In support of your claim you fall back on the typical liberal appeal to emotions through anecdote:

One of my good friends is a Texas police detective in the division on crimes against children. She’s handled cases involving girls as young as 9-years-old who are impregnated as a result of rape or incest.

Alabama, are you really going to mandate that a 9-year-old child must have her rapists’ baby? Doesn’t that seem a little extreme to you?

Of course this type of argument is used precisely because it is effective. And it’s effective because of its sheer emotional appeal. It says literally nothing about whether ANY human should be allowed to kill another innocent human, and, if so, under what circumstances. Instead it focuses on the most extreme case imaginable and uses the implied response to impose an emotionally derived standard on the vast majority of other cases that do not involve such extreme conditions.

Does your extreme scenario hold up after birth? Should it be legal for a 9 year-old mother who was raped to hire someone to kill her born child? I’m pretty sure you wouldn’t extend your logic that far. So then what is the key moral difference? At some point you must believe that unborn human life is worth considerably less than born human life. Why?

But for the sake of discussion, let’s indulge your anecdotal appeal to emotion and consider the extremely unlikely potential scenario that a 9 year-old in Alabama is raped, becomes pregnant and is denied an abortion because of the “radical” Alabama abortion law. How, in your opinion, do we “fix” the law? Should we specifically allow an exception for 9 year-olds? Of course not; it would have to be more broad than that, wouldn’t it? So where do we draw the line? 10 year old’s. 11?

And this, of course, is the problem. The only “solution” to “fix” the law is a complete exception for anyone who is raped. So the result then is that we are saying – as a society – it’s wrong to kill unborn human life, unless you were raped. It is at least possible to defend that position morally. In my opinion, it’s at least something that is worthy of honest debate. But in this case, the state of Alabama already had that debate and concluded that in their state, they believe it is wrong to kill unborn human life, period, except in cases where the mother’s life is threatened by continuing the pregnancy. I think that’s also a reasonable position to hold. It’s not radical and shouldn’t be characterized as such.

Is that what we want in Alabama or anywhere in the United States?
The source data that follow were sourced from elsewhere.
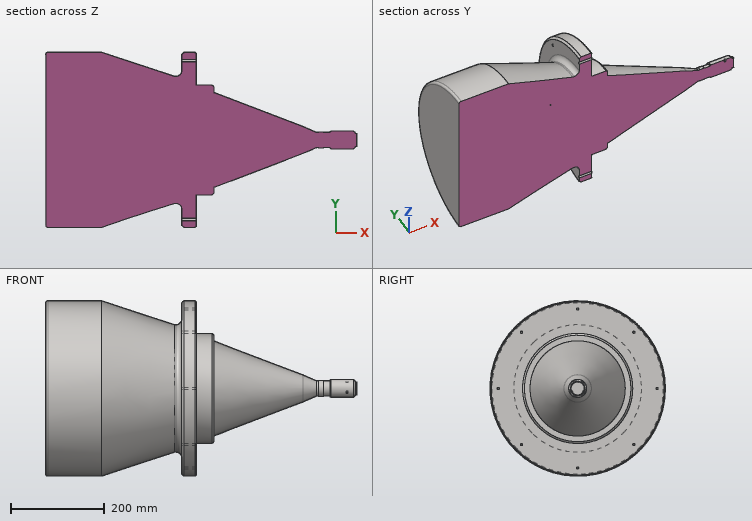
import cadquery as cq
import math

LENGTH = 666.5
DRUM_END = 120.0
TAPER_END = 276.0
NECK_END = 279.0
FLANGE_START = 291.0
FLANGE_END = 322.5
COLLAR_END = 360.5
CONE_BREAK = 550.5
CONE_END = 580.0
STEM_END = 608.5
TIP_START = 663.0

DRUM_RADIUS = 188.0
NECK_RADIUS = 136.5
COLLAR_RADIUS = 118.0
CONE_BASE_RADIUS = 102.0
CONE_BREAK_RADIUS = 29.0
STEM_RADIUS = 16.5
HEAD_RADIUS = 19.0
TIP_RADIUS = 14.0

DRUM_ROUND = 5.0
FLANGE_FRONT_CHAMFER = 4.5
FLANGE_BACK_CHAMFER = 2.5
COLLAR_CHAMFER = 4.0
HEAD_FRONT_CHAMFER = 2.0
HEAD_BACK_CHAMFER = 4.0

BAND_START = 584.5
BAND_END = 594.5
BAND_HEIGHT = 0.5

HOLE_COUNT = 8
HOLE_CIRCLE_RADIUS = 170.0
HOLE_DIAMETER = 4.5

HEAD_HOLE_COUNT = 3
HEAD_HOLE_X = 645.0
HEAD_HOLE_DIAMETER = 3.0
HEAD_HOLE_DEPTH = 6.5


def turned_body():
    """Solid of revolution about X, from the drum to the tip."""
    arc_factor = math.sqrt(0.5)
    drum_mid = DRUM_ROUND * (1 - arc_factor)
    fillet = FLANGE_START - NECK_END
    band_radius = STEM_RADIUS + BAND_HEIGHT
    return (
        cq.Workplane("XY")
        .lineTo(0, DRUM_RADIUS - DRUM_ROUND)
        .threePointArc((drum_mid, DRUM_RADIUS - drum_mid), (DRUM_ROUND, DRUM_RADIUS))
        .lineTo(DRUM_END, DRUM_RADIUS)
        .lineTo(TAPER_END, NECK_RADIUS)
        .lineTo(NECK_END, NECK_RADIUS)
        .threePointArc(
            (NECK_END + fillet * arc_factor, NECK_RADIUS + fillet * (1 - arc_factor)),
            (FLANGE_START, NECK_RADIUS + fillet),
        )
        .lineTo(FLANGE_START, DRUM_RADIUS - FLANGE_FRONT_CHAMFER)
        .lineTo(FLANGE_START + FLANGE_FRONT_CHAMFER, DRUM_RADIUS)
        .lineTo(FLANGE_END - FLANGE_BACK_CHAMFER, DRUM_RADIUS)
        .lineTo(FLANGE_END, DRUM_RADIUS - FLANGE_BACK_CHAMFER)
        .lineTo(FLANGE_END, COLLAR_RADIUS)
        .lineTo(COLLAR_END - COLLAR_CHAMFER, COLLAR_RADIUS)
        .lineTo(COLLAR_END, COLLAR_RADIUS - COLLAR_CHAMFER)
        .lineTo(COLLAR_END, CONE_BASE_RADIUS)
        .lineTo(CONE_BREAK, CONE_BREAK_RADIUS)
        .lineTo(CONE_END, STEM_RADIUS)
        .lineTo(BAND_START, STEM_RADIUS)
        .lineTo(BAND_START, band_radius)
        .lineTo(BAND_END, band_radius)
        .lineTo(BAND_END, STEM_RADIUS)
        .lineTo(STEM_END, STEM_RADIUS)
        .lineTo(STEM_END, HEAD_RADIUS - HEAD_FRONT_CHAMFER)
        .lineTo(STEM_END + HEAD_FRONT_CHAMFER, HEAD_RADIUS)
        .lineTo(TIP_START - HEAD_BACK_CHAMFER, HEAD_RADIUS)
        .lineTo(TIP_START, HEAD_RADIUS - HEAD_BACK_CHAMFER)
        .lineTo(TIP_START, TIP_RADIUS)
        .lineTo(LENGTH, TIP_RADIUS)
        .lineTo(LENGTH, 0)
        .close()
        .revolve(360, (0, 0, 0), (1, 0, 0))
    )


def flange_holes():
    """Ring of small through holes in the flange, one at the top."""
    return (
        cq.Workplane("YZ", origin=(FLANGE_START, 0, 0))
        .polarArray(HOLE_CIRCLE_RADIUS, 0, 360, HOLE_COUNT)
        .circle(HOLE_DIAMETER / 2)
        .extrude(FLANGE_END - FLANGE_START)
    )


def head_holes():
    """Blind radial holes evenly spaced round the head, one at the top."""
    hole = (
        cq.Workplane("XY", origin=(HEAD_HOLE_X, 0, HEAD_RADIUS - HEAD_HOLE_DEPTH))
        .circle(HEAD_HOLE_DIAMETER / 2)
        .extrude(2 * HEAD_HOLE_DEPTH)
    )
    holes = cq.Workplane("XY")
    for index in range(HEAD_HOLE_COUNT):
        angle = index * 360 / HEAD_HOLE_COUNT
        holes = holes.add(hole.rotate((0, 0, 0), (1, 0, 0), angle))
    return holes.combine()


result = turned_body().cut(flange_holes()).cut(head_holes())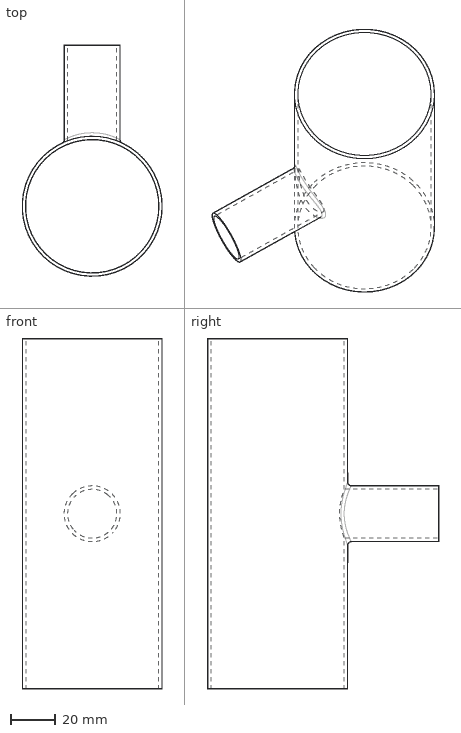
import cadquery as cq

pipe_length = 158.8
pipe_outer_diameter = 63.5
pipe_wall = 1.6
pipe_outer_radius = pipe_outer_diameter / 2
pipe_bore_radius = pipe_outer_radius - pipe_wall

branch_outer_diameter = 25.4
branch_wall = 1.6
branch_end_y = 73.0
branch_outer_radius = branch_outer_diameter / 2
branch_bore_radius = branch_outer_radius - branch_wall

junction_fillet = 1.6


def upright_cylinder(radius):
    return cq.Workplane("XY").circle(radius).extrude(pipe_length / 2, both=True)


def branch_cylinder(radius):
    """Cylinder from the main pipe axis to the open end of the branch."""
    return cq.Workplane("XZ").circle(radius).extrude(-branch_end_y)


outside = upright_cylinder(pipe_outer_radius).union(branch_cylinder(branch_outer_radius))
seam_reach = branch_outer_radius + junction_fillet
seam_box = cq.selectors.BoxSelector(
    (-seam_reach, 0, -seam_reach),
    (seam_reach, pipe_outer_radius + junction_fillet, seam_reach),
    boundingbox=True,
)
outside = outside.edges(seam_box).fillet(junction_fillet)

result = outside.cut(upright_cylinder(pipe_bore_radius)).cut(branch_cylinder(branch_bore_radius))

Do we want women to resort to their own unsafe methods or travel to other countries to have it done?

Does that really do anything for the pro-life movement, for women, for people in general?

No, it doesn’t.

Again, Tomi, it should be easy to see that this logic totally breaks down if we can simply agree that unborn human life is as valuable as born human life. And if we can’t agree on that, then that’s where we need to have the debate.

You can be pro-life and believe government bans are not the solution.

What happened to safe, legal, and rare?

“Safe, legal and rare” was a mantra created and propagated by liberals until they began to see the inherent contradiction. From the pro-life point of view, no abortion is safe for the unborn human. And if the unborn aren’t alive, or aren’t human, then why should abortions be rare?

That you suggest government bans on abortion are not the solution implies that at some basic level you do not accept that an unborn human is as valuable as a born human – because I’m pretty sure you’re fine with government bans on murder.

The great thing about the conservative movement is that we welcome differences of opinion, or at least we should.

I agree, there should be room for legitimate differences of opinion within the conservative movement but when it comes to the debate over policy that either allows or restricts the destruction of human life, it would seem reasonable that – at the very least – we could agree to err in favor of life.